Nicholas was acquitted on one count of premeditated murder – but this acquittal did not particularly matter for sentencing purposes. Washington State does not have the death penalty as of late last month. And the defendant was sentenced to 45 years and eight months behind bars – an effective sentence of life in prison.
“[This] outrageous violation of a child,” King County Superior Court Judge Josephine Wiggs intoned, before sentencing the killer, in comments reported by Seattle-based CBS/Telemundo affiliate KIRO. “This outrageous sexual assault upon a child, culminating in her murder [is] a basis for an exceptional sentence.”
When Yarborough was raped and murdered, she was going to a drill team event. She had borrowed her father’s car and drove to school with curlers still in her hair on the morning she died.
At around 9:40 a.m. on Dec. 14, 1991, her body was found by a 12-year-old boy and a 13-year-old boy who had cut through a patch of bushes as a shortcut on their way to school.
She was discovered wearing her skirt and a sweater; her nylons had been wrapped around her neck; her cause of death was determined to be a combination of ligature and manual strangulation.
“When we lost her, our family was irrevocably changed,” the girl’s mother, Laura Yarborough, said, during a victim impact statement before the sentence was issued, local NBC affiliate KING reported.
“I next recall the pain in my father’s voice over the phone telling me that Sarah was dead,” her younger brother, Andrew Yarborough, who was 11 years old when she died, testified, KIRO reported. “I recall the sounds of my parents crying through the walls at night as I laid in bed.”
The two boys and a jogger also in the area that morning provided police with enough details of the suspect for a sketch artist to produce an image of the killer – a man who had been seen leaving the bushes in a hurry and who kept shooting the witnesses a series of suspicious glances as he trudged away from the crime scene.

The sketch of Sarah Yarborough’s killer. (King County Sheriff’s Office)

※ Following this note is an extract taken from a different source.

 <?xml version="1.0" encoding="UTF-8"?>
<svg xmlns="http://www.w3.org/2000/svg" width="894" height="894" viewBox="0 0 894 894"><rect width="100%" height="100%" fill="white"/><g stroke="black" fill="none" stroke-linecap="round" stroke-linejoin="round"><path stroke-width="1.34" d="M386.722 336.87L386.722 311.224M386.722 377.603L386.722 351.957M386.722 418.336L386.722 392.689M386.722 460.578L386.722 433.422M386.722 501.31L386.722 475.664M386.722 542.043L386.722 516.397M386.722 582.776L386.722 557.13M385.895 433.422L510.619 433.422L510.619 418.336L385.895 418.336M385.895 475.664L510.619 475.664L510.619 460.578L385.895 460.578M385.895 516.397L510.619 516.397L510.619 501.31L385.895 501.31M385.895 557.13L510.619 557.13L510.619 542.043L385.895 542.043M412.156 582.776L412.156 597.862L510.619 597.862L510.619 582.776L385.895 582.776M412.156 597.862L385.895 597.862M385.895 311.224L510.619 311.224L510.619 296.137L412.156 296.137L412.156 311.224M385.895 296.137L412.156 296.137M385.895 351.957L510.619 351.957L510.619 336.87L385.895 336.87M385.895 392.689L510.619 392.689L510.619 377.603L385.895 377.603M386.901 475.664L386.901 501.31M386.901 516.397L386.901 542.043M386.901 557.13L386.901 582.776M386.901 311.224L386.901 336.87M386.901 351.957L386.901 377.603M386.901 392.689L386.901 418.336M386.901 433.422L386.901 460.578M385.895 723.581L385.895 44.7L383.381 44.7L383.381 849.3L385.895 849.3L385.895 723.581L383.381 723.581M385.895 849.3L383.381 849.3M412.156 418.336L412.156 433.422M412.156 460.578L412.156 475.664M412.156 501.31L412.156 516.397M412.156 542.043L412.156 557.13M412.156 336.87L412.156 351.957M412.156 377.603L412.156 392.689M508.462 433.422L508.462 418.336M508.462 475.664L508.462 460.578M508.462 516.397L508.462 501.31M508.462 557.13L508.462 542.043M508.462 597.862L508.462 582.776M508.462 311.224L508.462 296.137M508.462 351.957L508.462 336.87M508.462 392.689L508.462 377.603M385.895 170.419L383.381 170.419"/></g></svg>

Yarborough’s homicide was the first cold case to use genetic genealogy to generate investigative leads, according to Identifinders International. Such methods would later become the subject of much acclaim in the press and law enforcement when they were used to identify and arrest the long-elusive Golden State Killer, former police officer Joseph James DeAngelo Jr., in 2018.
Genetic genealogy was used in the Yarborough case beginning in 2011; Nicholas was finally arrested by the King County Sheriff’s Office in October 2019 while sitting at a bar in Kent, Washington.
During his two-and-a-half-week trial, Senior Deputy Prosecutor Celia Lee told jurors that Nicholas provided investigators with “critical corroborating information” before realizing he was a suspect, according to the Seattle Times.
“After leaving the safety of her car, her assailant led or dragged her” into the bushes where her lifeless body was found, the prosecutor reportedly told the jury. And as she was attacked, Yarborough scratched at the man who killed her as she “fought for her life.”
Experts showed that DNA collected from under the girl’s fingernails and semen stains on her clothing “came from a single male contributor,” Lee said, the paper reported.
For years, the state admitted during the three-week trial, the DNA was run through the FBI’s Combined DNA Index System, a database that has led to convictions in several cold cases. But the CODIS never helped with Yarborough’s case.
Then, in 2019, King County Detective Kathleen Decker uploaded crime scene DNA to a different database and came back with two possible matches, the defendant and his brother.
The brother of the convicted killer already had his DNA in the federal database. Eliminating him was easy enough for investigators.
So, detectives began surveilling Nicholas. They ultimately collected some cigarette butts and a used napkin he threw away at a strip mall. Then state police tested the DNA. They found their match.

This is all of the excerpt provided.